US tech giant Google honored late Kenyan novelist, human rights advocate and pediatrician Dr Margaret Ogola, on Wednesday June 12, with a doodle on what would have been her 60th birthday .
Doodles are the fun, surprising, and sometimes spontaneous changes that are made to the Google logo to celebrate holidays, anniversaries, and the lives of famous artists, pioneers, and scientists.
Born on June 12, 1958, Dr. Margaret Ogola was a Kenyan award winning author famous for her book ‘The River and the Source’ that follows four generations of Kenyan women in a rapidly changing country and society. The book tackles political and cultural changes, the AIDS crisis and highlights the role of women in African society.
“The inspiration for this book came from my mother who handed down to me the wisdom and lives of her own mother and grandmother. This strength and support that is found in the African family is the most important part of our culture, and should be preserved and nurtured at all costs.” She revealed.
Despite numerous rejections from several publishers, Dr. Ogola did not give up. She went on and published the book which turned out a great success, winning her accolades like the 1995 Commonwealth Writers’ Prize for first book, Africa Region and the 1995 Jomo Kenyatta Prize for Literature. The book has been translated to Spanish, Lithuanian, and Italian and has been on the Kenya Certificate of Secondary Education (KCSE) syllabus for many years.
Dr. Margaret’s other books include ‘I Swear by Apollo’ a sequel, ‘Place of Destiny’, ‘Educating in Human Love’, ‘A Biography: A Gift of Grace’ and her final book ‘Mandate of the People’ that is set to be released posthumously.
Dr. Margaret who succumbed to a longtime battle with cancer in September 2005, was also a pediatrician who served as the medical director of Cottolengo Hospice, a hospice for HIV and AIDS orphans, the Executive Director of the Family Life Counselling Association of Kenya, and National Executive Secretary for Health and Family Life at the Kenya Episcopal Conference. She also helped found and manage the SOS HIV/AIDS Clinic, a clinic for people living with AIDS.
Dr. Ogola received the Familias Award for Humanitarian Service of the World Congress of Families (WCF) in 1999 in Geneva, Switzerland.
She was a passionate advocate for human rights, women empowerment and optimistic that Africa can overcome the problems its facing including the HIV/AIDS scourge.
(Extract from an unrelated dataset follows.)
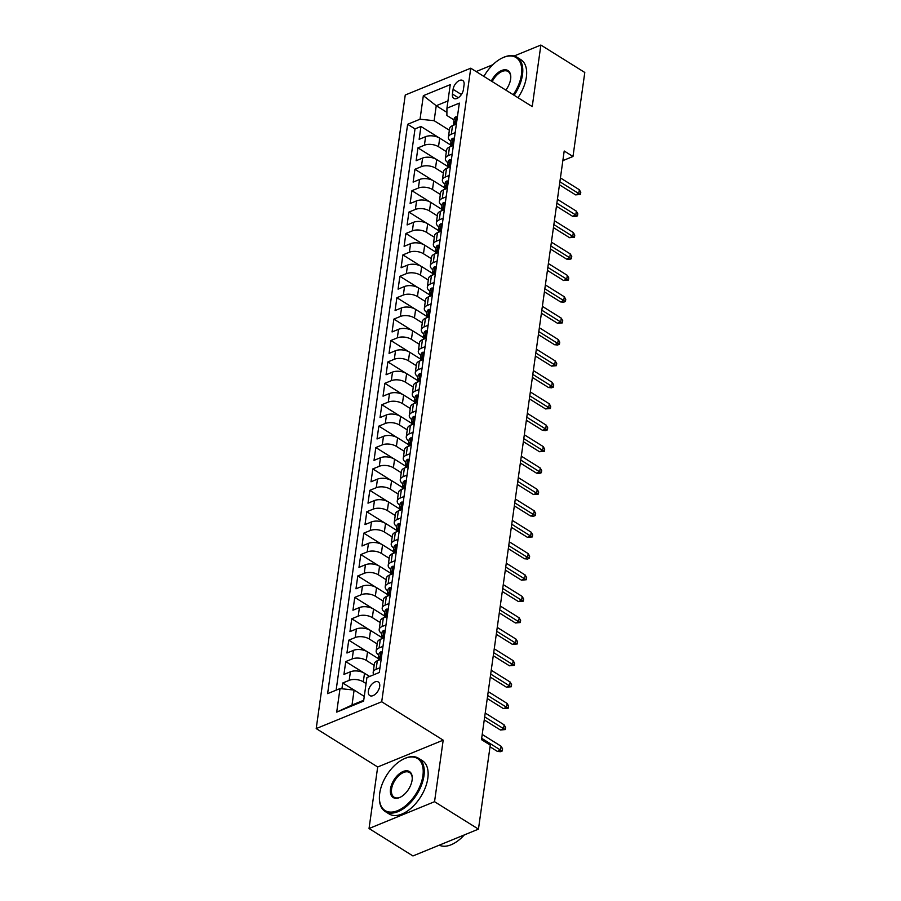 <?xml version="1.0" encoding="UTF-8"?>
<svg xmlns="http://www.w3.org/2000/svg" width="901" height="901" viewBox="0 0 901 901"><rect width="100%" height="100%" fill="white"/><g stroke="black" fill="none" stroke-linecap="round" stroke-linejoin="round"><path stroke-width="1.35" d="M379.693 686.449A8.041 4.55 -58 0 0 378.285 681.956A8.041 4.55 -58 0 0 372.417 683.622A8.041 4.55 -58 0 0 368.363 691.09A8.041 4.55 -58 0 0 369.759 695.595A8.041 4.55 -58 0 0 375.627 693.916A8.041 4.55 -58 0 0 379.693 686.449M369.038 828.526L434.541 801.699L443.191 740.16L377.688 766.988L369.038 828.526L412.951 855.95L478.454 829.134L490.268 745.116L481.483 739.631L564.206 151.008L572.991 156.492L584.794 72.474L540.882 45.05L514.122 56.008M377.688 766.988L316.206 728.582L405.247 95.01L470.75 68.194L381.709 701.766L316.206 728.582M450.77 145.061L439.711 138.157A10.046 5.124 -172 0 0 425.599 136.67L419.145 139.317L420.947 126.467L439.001 137.74M446.355 151.616L438.505 146.717A10.046 5.124 -172 0 0 424.405 145.23L417.94 147.877L435.994 159.15M417.94 147.877L416.138 160.716L422.592 158.069A10.046 5.124 -172 0 1 436.703 159.556L447.763 166.471M444.756 187.87L433.696 180.966A10.046 5.124 -172 0 0 419.584 179.479L413.12 182.126L414.933 169.275L432.987 180.56M441.749 209.28L430.689 202.365A10.046 5.124 -172 0 0 416.577 200.878L410.113 203.525L411.926 190.685L429.98 201.959M438.742 230.679L427.682 223.775A10.046 5.124 -172 0 0 413.57 222.288L407.106 224.935L408.919 212.084L426.973 223.369M435.724 252.089L424.675 245.173A10.046 5.124 -172 0 0 410.563 243.687L404.099 246.333L405.9 233.494L423.966 244.768M432.717 273.487L421.657 266.583A10.046 5.124 -172 0 0 407.556 265.097L401.091 267.743L402.893 254.893L420.947 266.178M429.709 294.897L418.65 287.982A10.046 5.124 -172 0 0 404.549 286.495L398.084 289.142L399.886 276.303L417.94 287.577M426.702 316.296L415.643 309.392A10.046 5.124 -172 0 0 401.542 307.905L395.077 310.552L396.879 297.702L414.933 308.987M423.695 337.706L412.635 330.791A10.046 5.124 -172 0 0 398.535 329.304L392.07 331.951L393.872 319.112L411.926 330.385M420.688 359.105L409.628 352.201A10.046 5.124 -172 0 0 395.516 350.714L389.063 353.361L390.865 340.51L408.919 351.795M417.681 380.515L406.621 373.611A10.046 5.124 -172 0 0 392.509 372.113L386.056 374.76L387.858 361.92L405.912 373.194M414.674 401.914L403.614 395.01A10.046 5.124 -172 0 0 389.502 393.523L383.038 396.17L384.851 383.319L402.905 394.604M411.667 423.324L400.607 416.42A10.046 5.124 -172 0 0 386.495 414.922L380.031 417.568L381.844 404.729L399.898 416.003M408.66 444.722L397.6 437.818A10.046 5.124 -172 0 0 383.488 436.332L377.023 438.978L378.837 426.128L396.89 437.413M405.641 466.132L394.593 459.228A10.046 5.124 -172 0 0 380.481 457.731L374.016 460.377L375.818 447.538L393.883 458.812M402.634 487.531L391.575 480.627A10.046 5.124 -172 0 0 377.474 479.141L371.009 481.787L372.811 468.937L390.865 480.222M399.627 508.941L388.568 502.037A10.046 5.124 -172 0 0 374.467 500.539L368.002 503.186L369.804 490.347L387.858 501.62M396.62 530.34L385.56 523.436A10.046 5.124 -172 0 0 371.46 521.949L364.995 524.596L366.797 511.757L384.851 523.03M393.613 551.75L382.553 544.846A10.046 5.124 -172 0 0 368.453 543.348L361.988 545.995L363.79 533.155L381.844 544.429M390.606 573.149L379.546 566.245A10.046 5.124 -172 0 0 365.434 564.758L358.981 567.405L360.783 554.565L378.837 565.839M387.599 594.559L376.539 587.655A10.046 5.124 -172 0 0 362.427 586.157L355.974 588.803L357.776 575.964L375.83 587.238M384.592 615.957L373.532 609.053A10.046 5.124 -172 0 0 359.42 607.567L352.955 610.214L354.769 597.374L372.823 608.648M381.585 637.367L370.525 630.463A10.046 5.124 -172 0 0 356.413 628.966L349.948 631.612L351.762 618.773L369.815 630.047M378.578 658.766L367.518 651.862A10.046 5.124 -172 0 0 353.406 650.376L346.941 653.022L348.755 640.183L366.808 651.457M369.613 676.46L364.511 673.272A10.046 5.124 -172 0 0 350.399 671.786L343.934 674.421L345.736 661.582L363.801 672.856M453.09 89.334L452.437 94.042A7.782 4.404 -58 0 0 453.8 98.4A7.782 4.404 -58 0 0 459.476 96.79A7.782 4.404 -58 0 0 463.407 89.548L464.071 84.84A7.782 4.404 -58 0 0 462.709 80.482A7.782 4.404 -58 0 0 457.021 82.104A7.782 4.404 -58 0 0 453.09 89.334L461.402 94.526M446.907 112.377L436.242 105.721L434.136 120.7L420.035 119.214L407.635 124.293L327.615 693.646L340.015 688.578L336.704 712.117L363.61 701.102L366.921 677.563L379.31 672.484L459.33 103.119L446.941 108.199L446.885 115.486L454.059 119.968M420.035 119.214L423.335 95.675L450.252 84.649L446.941 108.199M366.076 683.566L363.306 681.832L364.511 673.272M374.163 665.332L366.313 660.422L367.518 651.862M377.17 643.922L369.32 639.023L370.525 630.463M380.177 622.523L372.327 617.613L373.532 609.053M383.184 601.113L375.334 596.214L376.539 587.655M386.191 579.715L378.341 574.804L379.546 566.245M389.198 558.305L381.348 553.405L382.553 544.846M392.217 536.906L384.355 531.995L385.56 523.436M395.224 515.496L387.374 510.597L388.568 502.037M398.231 494.097L390.381 489.187L391.575 480.627M401.238 472.687L393.388 467.788L394.593 459.228M404.245 451.288L396.395 446.378L397.6 437.818M407.252 429.878L399.402 424.979L400.607 416.42M410.259 408.48L402.409 403.569L403.614 395.01M413.266 387.07L405.416 382.17L406.621 373.611M416.273 365.671L408.423 360.76L409.628 352.201M419.28 344.261L411.43 339.362L412.635 330.791M422.299 322.862L414.437 317.952L415.643 309.392M425.306 301.452L417.456 296.553L418.65 287.982M428.313 280.053L420.463 275.143L421.657 266.583M431.32 258.643L423.47 253.744L424.675 245.173M434.327 237.233L426.477 232.334L427.682 223.775M437.334 215.835L429.484 210.935L430.689 202.365M440.341 194.425L432.491 189.525L433.696 180.966M443.348 173.026L435.498 168.127L436.703 159.556M420.947 126.467L415.012 128.899L336.129 690.166M363.306 681.832A10.046 5.124 8 0 0 349.194 680.345L342.729 682.992L341.918 688.781M345.736 661.582L352.201 658.935A10.046 5.124 8 0 1 366.313 660.422M348.755 640.183L355.208 637.536A10.046 5.124 8 0 1 369.32 639.023M351.762 618.773L358.215 616.126A10.046 5.124 8 0 1 372.327 617.613M354.769 597.374L361.222 594.728A10.046 5.124 8 0 1 375.334 596.214M357.776 575.964L364.241 573.318A10.046 5.124 8 0 1 378.341 574.804M360.783 554.565L367.248 551.919A10.046 5.124 8 0 1 381.348 553.405M363.79 533.155L370.255 530.509A10.046 5.124 8 0 1 384.355 531.995M366.797 511.757L373.262 509.11A10.046 5.124 8 0 1 387.374 510.597M369.804 490.347L376.269 487.7A10.046 5.124 8 0 1 390.381 489.187M372.811 468.937L379.276 466.301A10.046 5.124 8 0 1 393.388 467.788M375.818 447.538L382.283 444.891A10.046 5.124 8 0 1 396.395 446.378M378.837 426.128L385.29 423.493A10.046 5.124 8 0 1 399.402 424.979M381.844 404.729L388.297 402.083A10.046 5.124 8 0 1 402.409 403.569M384.851 383.319L391.304 380.684A10.046 5.124 8 0 1 405.416 382.17M387.858 361.92L394.323 359.274A10.046 5.124 8 0 1 408.423 360.76M390.865 340.51L397.33 337.864A10.046 5.124 8 0 1 411.43 339.362M393.872 319.112L400.337 316.465A10.046 5.124 8 0 1 414.437 317.952M396.879 297.702L403.344 295.055A10.046 5.124 8 0 1 417.456 296.553M399.886 276.303L406.351 273.656A10.046 5.124 8 0 1 420.463 275.143M402.893 254.893L409.358 252.246A10.046 5.124 8 0 1 423.47 253.744M405.9 233.494L412.365 230.847A10.046 5.124 8 0 1 426.477 232.334M408.919 212.084L415.372 209.437A10.046 5.124 8 0 1 429.484 210.935M411.926 190.685L418.379 188.039A10.046 5.124 8 0 1 432.491 189.525M414.933 169.275L421.386 166.629A10.046 5.124 8 0 1 435.498 168.127M455.185 132.627L451.311 134.215A10.046 5.124 -172 0 0 448.383 137.2A10.046 5.124 -172 0 0 451.052 141.367M456.39 124.056L452.516 125.644A10.046 5.124 -172 0 0 449.588 128.64L448.383 137.2M453.383 145.466L449.509 147.054A10.046 5.124 -172 0 0 446.581 150.039L445.376 158.61A10.046 5.124 8 0 1 448.304 155.614L452.178 154.026M450.376 166.865L446.502 168.453A10.046 5.124 -172 0 0 443.574 171.449L442.368 180.009A10.046 5.124 8 0 1 445.297 177.024L449.171 175.436M447.369 188.275L443.483 189.863A10.046 5.124 -172 0 0 440.566 192.848L439.361 201.419A10.046 5.124 8 0 1 442.29 198.423L446.164 196.835M444.362 209.674L440.476 211.262A10.046 5.124 -172 0 0 437.559 214.258L436.354 222.817A10.046 5.124 8 0 1 439.283 219.833L443.157 218.245M441.355 231.084L437.469 232.672A10.046 5.124 -172 0 0 434.552 235.657L433.347 244.227A10.046 5.124 8 0 1 436.264 241.231L440.15 239.643M438.337 252.483L434.462 254.071A10.046 5.124 -172 0 0 431.545 257.067L430.34 265.626A10.046 5.124 8 0 1 433.257 262.642L437.143 261.053M435.329 273.893L431.455 275.481A10.046 5.124 -172 0 0 428.527 278.465L427.333 287.036A10.046 5.124 8 0 1 430.25 284.04L434.136 282.452M432.322 295.291L428.448 296.88A10.046 5.124 -172 0 0 425.52 299.875L424.326 308.435A10.046 5.124 8 0 1 427.243 305.45L431.117 303.862M429.315 316.701L425.441 318.29A10.046 5.124 -172 0 0 422.513 321.274L421.308 329.845A10.046 5.124 8 0 1 424.236 326.849L428.11 325.261M426.308 338.112L422.434 339.688A10.046 5.124 -172 0 0 419.506 342.684L418.301 351.244A10.046 5.124 8 0 1 421.229 348.259L425.103 346.671M423.301 359.51L419.427 361.098A10.046 5.124 -172 0 0 416.499 364.083L415.293 372.654A10.046 5.124 8 0 1 418.222 369.658L422.096 368.07M420.294 380.92L416.42 382.497A10.046 5.124 -172 0 0 413.491 385.493L412.286 394.052A10.046 5.124 8 0 1 415.215 391.068L419.089 389.48M417.287 402.319L413.401 403.907A10.046 5.124 -172 0 0 410.484 406.892L409.279 415.462A10.046 5.124 8 0 1 412.207 412.467L416.082 410.879M414.28 423.729L410.394 425.317A10.046 5.124 -172 0 0 407.477 428.302L406.272 436.861A10.046 5.124 8 0 1 409.2 433.877L413.075 432.289M411.273 445.128L407.387 446.716A10.046 5.124 -172 0 0 404.47 449.712L403.265 458.271A10.046 5.124 8 0 1 406.182 455.275L410.068 453.687M408.254 466.538L404.38 468.126A10.046 5.124 -172 0 0 401.463 471.11L400.258 479.67A10.046 5.124 8 0 1 403.175 476.685L407.061 475.097M405.247 487.937L401.373 489.525A10.046 5.124 -172 0 0 398.445 492.52L397.251 501.08A10.046 5.124 8 0 1 400.168 498.084L404.053 496.496M402.24 509.347L398.366 510.935A10.046 5.124 -172 0 0 395.438 513.919L394.244 522.479A10.046 5.124 8 0 1 397.161 519.494L401.035 517.906M399.233 530.745L395.359 532.333A10.046 5.124 -172 0 0 392.431 535.329L391.225 543.889A10.046 5.124 8 0 1 394.154 540.893L398.028 539.305M396.226 552.155L392.352 553.743A10.046 5.124 -172 0 0 389.423 556.728L388.218 565.287A10.046 5.124 8 0 1 391.147 562.303L395.021 560.715M393.219 573.554L389.345 575.142A10.046 5.124 -172 0 0 386.416 578.138L385.211 586.697A10.046 5.124 8 0 1 388.14 583.702L392.014 582.114M390.212 594.964L386.338 596.552A10.046 5.124 -172 0 0 383.409 599.537L382.204 608.096A10.046 5.124 8 0 1 385.132 605.112L389.007 603.524M387.205 616.363L383.319 617.951A10.046 5.124 -172 0 0 380.402 620.947L379.197 629.506A10.046 5.124 8 0 1 382.125 626.51L386 624.922M384.198 637.773L380.312 639.361A10.046 5.124 -172 0 0 377.395 642.345L376.19 650.905A10.046 5.124 8 0 1 379.118 647.92L382.993 646.332M381.191 659.172L377.305 660.76A10.046 5.124 -172 0 0 374.388 663.755L373.183 672.315A10.046 5.124 8 0 1 376.1 669.319L379.985 667.731M449.362 130.217L434.136 120.7M492.847 64.714L476.145 71.562M434.541 801.699L478.454 829.134M443.191 740.16L381.709 701.766M470.75 68.194L532.232 106.588L540.882 45.05M562.855 160.637L572.991 156.492M447.966 100.923L436.242 105.721L423.335 95.675M364.274 696.405L354.116 690.065L352.009 705.044L363.734 700.246M415.012 128.899L407.635 124.293M342.729 682.992L354.059 690.053M448.045 162.766A10.046 5.124 8 0 1 445.376 158.61M445.038 184.176A10.046 5.124 8 0 1 442.368 180.009M442.019 205.574A10.046 5.124 8 0 1 439.361 201.419M439.012 226.984A10.046 5.124 8 0 1 436.354 222.817M436.005 248.383A10.046 5.124 8 0 1 433.347 244.227M432.998 269.793A10.046 5.124 8 0 1 430.34 265.626M429.991 291.203A10.046 5.124 8 0 1 427.333 287.036M426.984 312.602A10.046 5.124 8 0 1 424.326 308.435M423.977 334.012A10.046 5.124 8 0 1 421.308 329.845M420.97 355.411A10.046 5.124 8 0 1 418.301 351.244M417.963 376.821A10.046 5.124 8 0 1 415.293 372.654M414.956 398.219A10.046 5.124 8 0 1 412.286 394.052M411.937 419.629A10.046 5.124 8 0 1 409.279 415.462M408.93 441.028A10.046 5.124 8 0 1 406.272 436.861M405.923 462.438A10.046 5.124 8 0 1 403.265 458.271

Here are some of her most notable quotes.
“Unless we recognize that each individual is unrepeatable and valuable by virtue of simply being conceived human, we cannot begin to talk about human rights. This includes the right to be born, as all of us have enjoyed. True justice should be for each human being, visible and invisible, young and old, disabled and able, to enjoy fully their right to life. The accidental attributes that we acquire such as color, sex intelligence, economic circumstances, physical or mental disability should not be used as an excuse to deprive a person of life.”
“The woman is a powerhouse of creativity, development and peace. Conflict between men and women is therefore unnecessary because a woman brings an equal and powerful complementarity to the common human condition. Women have been entrusted with the capacity to transmit life which is the most precious gift that anybody can give or receive. Without life no other good is possible.”
“Considering everything that has happened in the last 10 years, and the awareness that exists in the world now about the plight of Africa and the impact of HIV/AIDS, and the good will and the funds that are beginning to come in to do the right things, not just dish out condoms, but to provide care and support, to provide care for hungry children, to provide clothing so that they can at least go to school decent and look like other children – all these things are beginning to happen. And when everybody is concerned, surely human ingenuity can defeat any virus. We will defeat this one just as we defeated smallpox and polio and all the others.”
“Good things are going to happen in the African continent. We have beautiful people and we have a lovely and very wealthy continent which is completely untouched.”